美醜

ワールドカップ予選で、ラグビーが盛り上がっていた。15年前までには信じられない結果で、すごいなぁと思った。

中学時代陸上をやっていたので、高校に入るとラグビー好きの同じ中学出身者にラグビー部に誘われた。その時思いだしたのは、手についての友達の思い出だ。

小学生というのは自我が芽生えて間もなく、なおかつ社会性に染まり始めていて気持ち悪い時期である。そんな中、周りの目も気にせず、己のこだわりをつらぬく人もいた。小四の頃、天才漫画家がいた。ノートに鉛筆で描かれた作品は空間表現が並外れていて、幼いながらに完成品と思っていた。同じころ、確か転校生だったと思うのだが、やたらと僕の手を触ってくるやつがいた。彼は僕の手がお気に入りで撫でたり摩ったりしながらため息をついていた。僕は3歳からエレクトーンを習っていたので手が大きく、指がすっと長かった。腕相撲をする時でも、僕の手を握る彼の態度は何か特別なものに触れるようだったので、絶対負けないと思った。同じクラスに眼の大きな少女がいて、マンガみたいだなと思っていた。彼女はスポーツが得意で男勝りだった。ある時、どんなきっかけだったのか忘れたが、好きな手の話になった。彼女はゴツゴツして、汚い手が好きと言い、爪の間の落ちない油汚れや手全体の色、毛の生え方など、事細かに語った。彼女はファザコンだった。

僕は団体競技も球技も苦手で、小学校は卓球部、中学は陸上部だった。陸上はダイエット目的だった。結果的には、始終緊張感なくボーっとしている自分には向いてなかったのだが、高校ではラグビー部に入った。

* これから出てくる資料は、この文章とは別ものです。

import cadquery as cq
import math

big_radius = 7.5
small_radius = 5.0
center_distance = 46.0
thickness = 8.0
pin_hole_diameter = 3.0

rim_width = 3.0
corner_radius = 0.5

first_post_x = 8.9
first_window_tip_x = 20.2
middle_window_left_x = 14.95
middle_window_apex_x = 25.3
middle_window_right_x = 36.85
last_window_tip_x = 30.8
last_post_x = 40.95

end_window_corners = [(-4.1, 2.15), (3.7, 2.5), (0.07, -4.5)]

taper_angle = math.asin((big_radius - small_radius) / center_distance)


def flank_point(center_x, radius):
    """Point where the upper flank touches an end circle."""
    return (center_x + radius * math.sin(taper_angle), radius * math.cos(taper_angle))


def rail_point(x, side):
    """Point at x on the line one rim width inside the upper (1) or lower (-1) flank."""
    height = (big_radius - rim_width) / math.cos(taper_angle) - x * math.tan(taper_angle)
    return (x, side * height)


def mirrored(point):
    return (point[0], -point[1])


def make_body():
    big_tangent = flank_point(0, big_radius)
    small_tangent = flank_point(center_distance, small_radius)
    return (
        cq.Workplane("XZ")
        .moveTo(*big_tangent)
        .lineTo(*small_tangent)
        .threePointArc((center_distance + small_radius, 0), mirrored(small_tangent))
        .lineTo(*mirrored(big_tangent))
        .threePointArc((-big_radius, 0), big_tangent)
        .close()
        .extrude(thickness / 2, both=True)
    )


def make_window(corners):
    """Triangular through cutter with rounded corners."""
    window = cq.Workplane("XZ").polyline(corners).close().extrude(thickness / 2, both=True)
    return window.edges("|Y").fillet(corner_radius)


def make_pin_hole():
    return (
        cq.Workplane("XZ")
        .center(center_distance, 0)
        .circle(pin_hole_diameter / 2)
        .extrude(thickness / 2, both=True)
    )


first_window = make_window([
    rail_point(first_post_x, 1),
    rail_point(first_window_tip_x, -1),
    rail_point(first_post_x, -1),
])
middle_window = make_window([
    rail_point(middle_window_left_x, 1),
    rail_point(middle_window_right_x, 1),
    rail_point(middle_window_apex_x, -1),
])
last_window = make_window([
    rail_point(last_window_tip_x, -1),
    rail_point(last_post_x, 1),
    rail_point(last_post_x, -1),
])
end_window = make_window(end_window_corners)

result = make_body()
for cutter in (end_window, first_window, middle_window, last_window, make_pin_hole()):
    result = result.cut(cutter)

ろっ骨は折れ、片耳の軟骨は完全に潰れ、手も突き指や脱臼を繰り返し、みるみる節が目立つ手になった。
後々女装をした時は少し後悔をしたが、僕はラグビー部に入った時に、傷や汚れや変形といった体の変化を選んだ。生きた証のような気がして、また誰かの為に体を使った結果であったりもして、嬉しいものになった。

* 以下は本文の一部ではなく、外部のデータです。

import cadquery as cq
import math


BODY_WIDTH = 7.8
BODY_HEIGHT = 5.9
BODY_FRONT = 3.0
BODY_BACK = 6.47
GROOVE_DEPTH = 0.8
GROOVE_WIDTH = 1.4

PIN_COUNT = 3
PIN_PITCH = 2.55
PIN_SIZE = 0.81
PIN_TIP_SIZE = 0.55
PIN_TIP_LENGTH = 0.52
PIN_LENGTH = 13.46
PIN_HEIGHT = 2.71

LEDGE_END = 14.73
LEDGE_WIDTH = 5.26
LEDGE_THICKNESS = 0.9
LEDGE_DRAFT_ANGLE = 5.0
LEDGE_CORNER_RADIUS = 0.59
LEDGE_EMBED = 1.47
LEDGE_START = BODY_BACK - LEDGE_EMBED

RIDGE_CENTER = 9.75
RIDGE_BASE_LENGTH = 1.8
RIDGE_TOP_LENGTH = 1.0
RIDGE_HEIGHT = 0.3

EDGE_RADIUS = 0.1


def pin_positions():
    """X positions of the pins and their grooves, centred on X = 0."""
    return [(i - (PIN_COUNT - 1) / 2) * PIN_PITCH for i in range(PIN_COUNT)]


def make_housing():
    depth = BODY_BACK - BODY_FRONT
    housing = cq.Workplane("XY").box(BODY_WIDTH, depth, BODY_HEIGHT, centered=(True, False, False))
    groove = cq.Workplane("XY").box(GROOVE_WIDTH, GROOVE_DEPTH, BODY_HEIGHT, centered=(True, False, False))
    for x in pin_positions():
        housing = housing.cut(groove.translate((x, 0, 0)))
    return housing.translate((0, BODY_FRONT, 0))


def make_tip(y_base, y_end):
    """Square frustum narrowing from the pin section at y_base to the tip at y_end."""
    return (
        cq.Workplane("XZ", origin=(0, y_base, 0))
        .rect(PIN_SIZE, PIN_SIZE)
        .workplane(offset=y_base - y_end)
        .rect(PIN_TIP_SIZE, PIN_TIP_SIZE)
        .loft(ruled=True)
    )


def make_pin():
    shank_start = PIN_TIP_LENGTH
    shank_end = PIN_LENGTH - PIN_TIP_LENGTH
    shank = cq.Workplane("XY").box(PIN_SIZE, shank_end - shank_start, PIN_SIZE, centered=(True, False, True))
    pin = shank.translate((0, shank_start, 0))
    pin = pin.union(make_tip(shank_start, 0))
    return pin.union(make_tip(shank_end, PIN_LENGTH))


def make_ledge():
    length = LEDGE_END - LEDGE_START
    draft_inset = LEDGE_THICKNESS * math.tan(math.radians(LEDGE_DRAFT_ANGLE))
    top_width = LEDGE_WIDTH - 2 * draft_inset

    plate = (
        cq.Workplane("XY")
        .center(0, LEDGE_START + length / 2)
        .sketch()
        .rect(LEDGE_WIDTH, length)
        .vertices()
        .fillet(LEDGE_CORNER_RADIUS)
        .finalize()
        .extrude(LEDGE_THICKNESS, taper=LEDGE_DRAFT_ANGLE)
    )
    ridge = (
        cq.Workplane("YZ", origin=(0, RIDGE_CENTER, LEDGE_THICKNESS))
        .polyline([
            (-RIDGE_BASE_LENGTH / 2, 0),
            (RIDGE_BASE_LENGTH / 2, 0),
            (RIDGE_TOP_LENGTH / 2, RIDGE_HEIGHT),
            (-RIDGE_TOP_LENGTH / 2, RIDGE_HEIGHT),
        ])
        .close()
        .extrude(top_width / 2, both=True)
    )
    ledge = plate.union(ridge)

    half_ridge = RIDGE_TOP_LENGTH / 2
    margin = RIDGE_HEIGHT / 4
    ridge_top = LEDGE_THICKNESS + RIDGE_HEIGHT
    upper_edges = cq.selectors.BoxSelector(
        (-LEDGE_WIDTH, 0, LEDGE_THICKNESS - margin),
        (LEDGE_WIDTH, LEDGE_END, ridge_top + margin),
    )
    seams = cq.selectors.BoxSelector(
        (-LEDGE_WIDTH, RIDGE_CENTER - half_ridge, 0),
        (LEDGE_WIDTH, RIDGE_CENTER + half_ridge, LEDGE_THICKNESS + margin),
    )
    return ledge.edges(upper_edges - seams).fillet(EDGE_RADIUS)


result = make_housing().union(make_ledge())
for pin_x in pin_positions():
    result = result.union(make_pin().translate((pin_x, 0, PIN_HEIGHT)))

自分の体は実用的に使って変形、変色していく方が美しいという選択。それが男だと単純に思っていたが、傷一つないのも美しいと思う。ちなみに天才漫画少年は、中学に入る頃には漫画を描くのをやめていた。興味がなくなったのだと言っていた気がする。子供の頃の選択は、大人になってした選択に比べると感傷的なものである。4年後、また同じようなことを思うのかもしれない。